Starting at the top of the records, output every line through the one that contains "218.977A71.057 24.415 151.4", keeping each exactly as it appears.
★ ★ ★
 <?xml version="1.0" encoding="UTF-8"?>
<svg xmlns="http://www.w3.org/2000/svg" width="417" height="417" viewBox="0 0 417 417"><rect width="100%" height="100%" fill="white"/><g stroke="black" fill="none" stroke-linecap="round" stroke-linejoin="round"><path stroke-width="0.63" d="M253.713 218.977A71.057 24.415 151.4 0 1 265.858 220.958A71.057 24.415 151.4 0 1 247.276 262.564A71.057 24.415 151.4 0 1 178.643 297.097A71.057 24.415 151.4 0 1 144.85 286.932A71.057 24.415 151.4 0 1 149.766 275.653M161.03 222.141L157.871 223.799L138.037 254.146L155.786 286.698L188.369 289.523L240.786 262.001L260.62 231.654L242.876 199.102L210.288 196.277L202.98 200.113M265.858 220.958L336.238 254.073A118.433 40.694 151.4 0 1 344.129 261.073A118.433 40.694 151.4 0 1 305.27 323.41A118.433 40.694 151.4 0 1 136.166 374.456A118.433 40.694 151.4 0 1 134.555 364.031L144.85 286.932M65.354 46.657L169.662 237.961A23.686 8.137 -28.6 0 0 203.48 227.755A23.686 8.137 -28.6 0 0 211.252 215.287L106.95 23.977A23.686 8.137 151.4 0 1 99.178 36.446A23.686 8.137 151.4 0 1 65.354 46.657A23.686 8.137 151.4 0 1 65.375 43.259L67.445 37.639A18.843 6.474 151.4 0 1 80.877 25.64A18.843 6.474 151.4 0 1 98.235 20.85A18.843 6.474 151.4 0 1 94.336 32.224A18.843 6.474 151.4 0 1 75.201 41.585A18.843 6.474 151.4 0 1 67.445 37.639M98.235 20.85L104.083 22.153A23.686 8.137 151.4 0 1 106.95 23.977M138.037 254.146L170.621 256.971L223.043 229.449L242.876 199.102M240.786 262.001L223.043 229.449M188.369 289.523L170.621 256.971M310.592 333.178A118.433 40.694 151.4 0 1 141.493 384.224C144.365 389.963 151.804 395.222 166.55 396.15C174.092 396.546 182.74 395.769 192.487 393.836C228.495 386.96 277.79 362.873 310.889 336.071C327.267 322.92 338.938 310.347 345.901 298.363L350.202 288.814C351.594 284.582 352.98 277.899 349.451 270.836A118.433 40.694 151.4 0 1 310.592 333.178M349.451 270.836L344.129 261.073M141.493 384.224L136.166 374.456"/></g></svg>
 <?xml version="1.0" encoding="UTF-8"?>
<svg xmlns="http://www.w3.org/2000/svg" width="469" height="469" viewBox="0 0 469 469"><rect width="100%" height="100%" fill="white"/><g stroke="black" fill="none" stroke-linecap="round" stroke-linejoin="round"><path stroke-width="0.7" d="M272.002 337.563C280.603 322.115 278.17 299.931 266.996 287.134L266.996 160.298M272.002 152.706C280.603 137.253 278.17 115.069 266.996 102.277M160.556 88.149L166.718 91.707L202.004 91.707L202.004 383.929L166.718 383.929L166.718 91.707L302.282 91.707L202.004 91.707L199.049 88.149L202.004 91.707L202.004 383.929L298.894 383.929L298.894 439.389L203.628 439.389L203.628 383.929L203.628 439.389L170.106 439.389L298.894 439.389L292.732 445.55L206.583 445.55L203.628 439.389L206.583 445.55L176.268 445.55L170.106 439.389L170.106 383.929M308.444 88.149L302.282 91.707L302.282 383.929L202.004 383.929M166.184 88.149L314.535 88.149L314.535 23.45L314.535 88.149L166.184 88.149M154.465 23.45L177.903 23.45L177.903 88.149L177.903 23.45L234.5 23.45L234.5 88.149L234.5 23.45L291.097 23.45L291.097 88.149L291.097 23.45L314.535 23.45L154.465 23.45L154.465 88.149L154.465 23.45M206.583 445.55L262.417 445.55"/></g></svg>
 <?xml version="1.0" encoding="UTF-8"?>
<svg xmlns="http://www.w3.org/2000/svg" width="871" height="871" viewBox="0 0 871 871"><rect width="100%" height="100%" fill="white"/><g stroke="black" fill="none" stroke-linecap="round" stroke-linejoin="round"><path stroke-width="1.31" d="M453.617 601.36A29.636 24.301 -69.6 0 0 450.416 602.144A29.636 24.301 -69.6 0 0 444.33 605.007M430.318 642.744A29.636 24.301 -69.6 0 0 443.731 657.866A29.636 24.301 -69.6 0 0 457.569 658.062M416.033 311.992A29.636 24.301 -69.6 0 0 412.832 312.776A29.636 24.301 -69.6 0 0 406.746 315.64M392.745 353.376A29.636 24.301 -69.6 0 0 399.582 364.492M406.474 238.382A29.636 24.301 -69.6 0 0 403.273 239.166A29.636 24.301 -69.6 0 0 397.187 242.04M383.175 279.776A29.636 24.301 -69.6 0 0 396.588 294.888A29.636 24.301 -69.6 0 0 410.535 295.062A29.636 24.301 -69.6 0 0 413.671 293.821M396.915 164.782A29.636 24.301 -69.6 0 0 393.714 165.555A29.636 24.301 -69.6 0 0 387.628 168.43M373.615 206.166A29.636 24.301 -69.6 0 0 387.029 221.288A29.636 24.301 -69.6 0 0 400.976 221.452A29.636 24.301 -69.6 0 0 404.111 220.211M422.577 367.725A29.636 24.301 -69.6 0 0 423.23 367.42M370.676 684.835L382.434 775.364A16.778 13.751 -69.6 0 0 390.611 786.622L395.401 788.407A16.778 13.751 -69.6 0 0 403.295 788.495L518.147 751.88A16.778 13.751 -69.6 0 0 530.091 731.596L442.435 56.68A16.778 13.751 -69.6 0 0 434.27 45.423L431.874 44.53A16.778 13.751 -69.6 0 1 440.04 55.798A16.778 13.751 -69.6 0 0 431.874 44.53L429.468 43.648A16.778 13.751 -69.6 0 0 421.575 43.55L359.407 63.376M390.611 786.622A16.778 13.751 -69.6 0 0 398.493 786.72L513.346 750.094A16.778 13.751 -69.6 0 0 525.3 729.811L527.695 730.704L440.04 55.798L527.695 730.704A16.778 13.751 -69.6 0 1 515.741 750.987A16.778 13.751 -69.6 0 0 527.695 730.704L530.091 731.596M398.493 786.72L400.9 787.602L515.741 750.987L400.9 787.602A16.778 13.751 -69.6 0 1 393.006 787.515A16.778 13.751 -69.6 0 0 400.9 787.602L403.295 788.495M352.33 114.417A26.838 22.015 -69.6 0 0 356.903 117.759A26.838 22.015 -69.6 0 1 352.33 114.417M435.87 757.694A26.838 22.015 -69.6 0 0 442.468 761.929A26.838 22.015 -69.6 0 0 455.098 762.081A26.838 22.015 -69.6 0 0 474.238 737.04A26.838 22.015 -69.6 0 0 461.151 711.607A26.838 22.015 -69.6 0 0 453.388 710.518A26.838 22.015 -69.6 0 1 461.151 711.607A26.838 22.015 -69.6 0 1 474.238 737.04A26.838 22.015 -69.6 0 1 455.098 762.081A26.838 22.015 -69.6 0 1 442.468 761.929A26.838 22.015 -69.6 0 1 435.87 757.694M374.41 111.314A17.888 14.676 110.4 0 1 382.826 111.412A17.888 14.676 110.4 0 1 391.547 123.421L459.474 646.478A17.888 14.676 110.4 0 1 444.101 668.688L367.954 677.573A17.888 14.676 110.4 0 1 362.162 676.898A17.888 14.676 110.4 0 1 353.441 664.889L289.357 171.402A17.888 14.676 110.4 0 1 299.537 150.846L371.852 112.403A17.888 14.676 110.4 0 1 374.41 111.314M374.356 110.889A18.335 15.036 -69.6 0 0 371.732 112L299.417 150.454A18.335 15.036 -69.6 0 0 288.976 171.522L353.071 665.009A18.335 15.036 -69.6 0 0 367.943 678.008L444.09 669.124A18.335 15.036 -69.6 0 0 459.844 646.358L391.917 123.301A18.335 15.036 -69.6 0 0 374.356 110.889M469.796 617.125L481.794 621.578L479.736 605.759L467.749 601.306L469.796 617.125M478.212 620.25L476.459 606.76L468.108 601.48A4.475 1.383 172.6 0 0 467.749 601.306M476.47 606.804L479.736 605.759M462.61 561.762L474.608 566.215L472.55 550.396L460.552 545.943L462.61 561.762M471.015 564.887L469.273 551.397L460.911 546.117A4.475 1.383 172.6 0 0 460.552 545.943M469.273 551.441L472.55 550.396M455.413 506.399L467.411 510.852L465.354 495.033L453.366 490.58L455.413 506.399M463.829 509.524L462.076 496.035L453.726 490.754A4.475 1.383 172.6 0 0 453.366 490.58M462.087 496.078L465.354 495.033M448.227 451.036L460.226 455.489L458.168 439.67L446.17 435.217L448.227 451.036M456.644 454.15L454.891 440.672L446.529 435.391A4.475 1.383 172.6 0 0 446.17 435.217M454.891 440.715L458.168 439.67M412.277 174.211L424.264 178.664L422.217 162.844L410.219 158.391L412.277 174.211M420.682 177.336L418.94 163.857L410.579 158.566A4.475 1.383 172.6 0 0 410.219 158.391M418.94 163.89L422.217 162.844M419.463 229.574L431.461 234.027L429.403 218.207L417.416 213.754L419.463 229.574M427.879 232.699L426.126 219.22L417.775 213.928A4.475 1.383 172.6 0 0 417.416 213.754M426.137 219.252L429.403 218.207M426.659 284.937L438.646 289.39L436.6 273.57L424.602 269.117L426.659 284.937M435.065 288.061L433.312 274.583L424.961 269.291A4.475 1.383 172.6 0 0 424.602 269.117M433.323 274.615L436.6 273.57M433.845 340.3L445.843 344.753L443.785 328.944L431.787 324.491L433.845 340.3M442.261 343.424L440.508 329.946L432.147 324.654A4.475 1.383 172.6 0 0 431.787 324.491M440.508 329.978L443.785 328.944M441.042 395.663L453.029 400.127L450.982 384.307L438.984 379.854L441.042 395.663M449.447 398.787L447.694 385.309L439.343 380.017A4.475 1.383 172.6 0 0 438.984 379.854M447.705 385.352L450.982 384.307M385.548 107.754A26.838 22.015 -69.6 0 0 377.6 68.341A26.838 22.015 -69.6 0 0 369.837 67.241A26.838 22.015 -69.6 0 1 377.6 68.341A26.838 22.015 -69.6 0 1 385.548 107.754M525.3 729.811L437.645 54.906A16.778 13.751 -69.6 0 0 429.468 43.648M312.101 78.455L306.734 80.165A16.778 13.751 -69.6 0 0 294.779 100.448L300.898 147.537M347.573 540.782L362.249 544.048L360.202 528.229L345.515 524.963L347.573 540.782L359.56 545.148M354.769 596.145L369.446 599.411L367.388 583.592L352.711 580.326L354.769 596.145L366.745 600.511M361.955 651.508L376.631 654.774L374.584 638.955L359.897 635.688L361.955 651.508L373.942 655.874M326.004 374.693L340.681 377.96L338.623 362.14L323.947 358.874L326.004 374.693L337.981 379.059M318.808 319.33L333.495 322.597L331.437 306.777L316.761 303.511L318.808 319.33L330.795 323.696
★ ★ ★
EXERCISE RESPONSE:
 <?xml version="1.0" encoding="UTF-8"?>
<svg xmlns="http://www.w3.org/2000/svg" width="417" height="417" viewBox="0 0 417 417"><rect width="100%" height="100%" fill="white"/><g stroke="black" fill="none" stroke-linecap="round" stroke-linejoin="round"><path stroke-width="0.63" d="M253.713 218.977A71.057 24.415 151.4 0 1 265.858 220.958A71.057 24.415 151.4 0 1 247.276 262.564A71.057 24.415 151.4 0 1 178.643 297.097A71.057 24.415 151.4 0 1 144.85 286.932A71.057 24.415 151.4 0 1 149.766 275.653M161.03 222.141L157.871 223.799L138.037 254.146L155.786 286.698L188.369 289.523L240.786 262.001L260.62 231.654L242.876 199.102L210.288 196.277L202.98 200.113M265.858 220.958L336.238 254.073A118.433 40.694 151.4 0 1 344.129 261.073A118.433 40.694 151.4 0 1 305.27 323.41A118.433 40.694 151.4 0 1 136.166 374.456A118.433 40.694 151.4 0 1 134.555 364.031L144.85 286.932M65.354 46.657L169.662 237.961A23.686 8.137 -28.6 0 0 203.48 227.755A23.686 8.137 -28.6 0 0 211.252 215.287L106.95 23.977A23.686 8.137 151.4 0 1 99.178 36.446A23.686 8.137 151.4 0 1 65.354 46.657A23.686 8.137 151.4 0 1 65.375 43.259L67.445 37.639A18.843 6.474 151.4 0 1 80.877 25.64A18.843 6.474 151.4 0 1 98.235 20.85A18.843 6.474 151.4 0 1 94.336 32.224A18.843 6.474 151.4 0 1 75.201 41.585A18.843 6.474 151.4 0 1 67.445 37.639M98.235 20.85L104.083 22.153A23.686 8.137 151.4 0 1 106.95 23.977M138.037 254.146L170.621 256.971L223.043 229.449L242.876 199.102M240.786 262.001L223.043 229.449M188.369 289.523L170.621 256.971M310.592 333.178A118.433 40.694 151.4 0 1 141.493 384.224C144.365 389.963 151.804 395.222 166.55 396.15C174.092 396.546 182.74 395.769 192.487 393.836C228.495 386.96 277.79 362.873 310.889 336.071C327.267 322.92 338.938 310.347 345.901 298.363L350.202 288.814C351.594 284.582 352.98 277.899 349.451 270.836A118.433 40.694 151.4 0 1 310.592 333.178M349.451 270.836L344.129 261.073M141.493 384.224L136.166 374.456"/></g></svg>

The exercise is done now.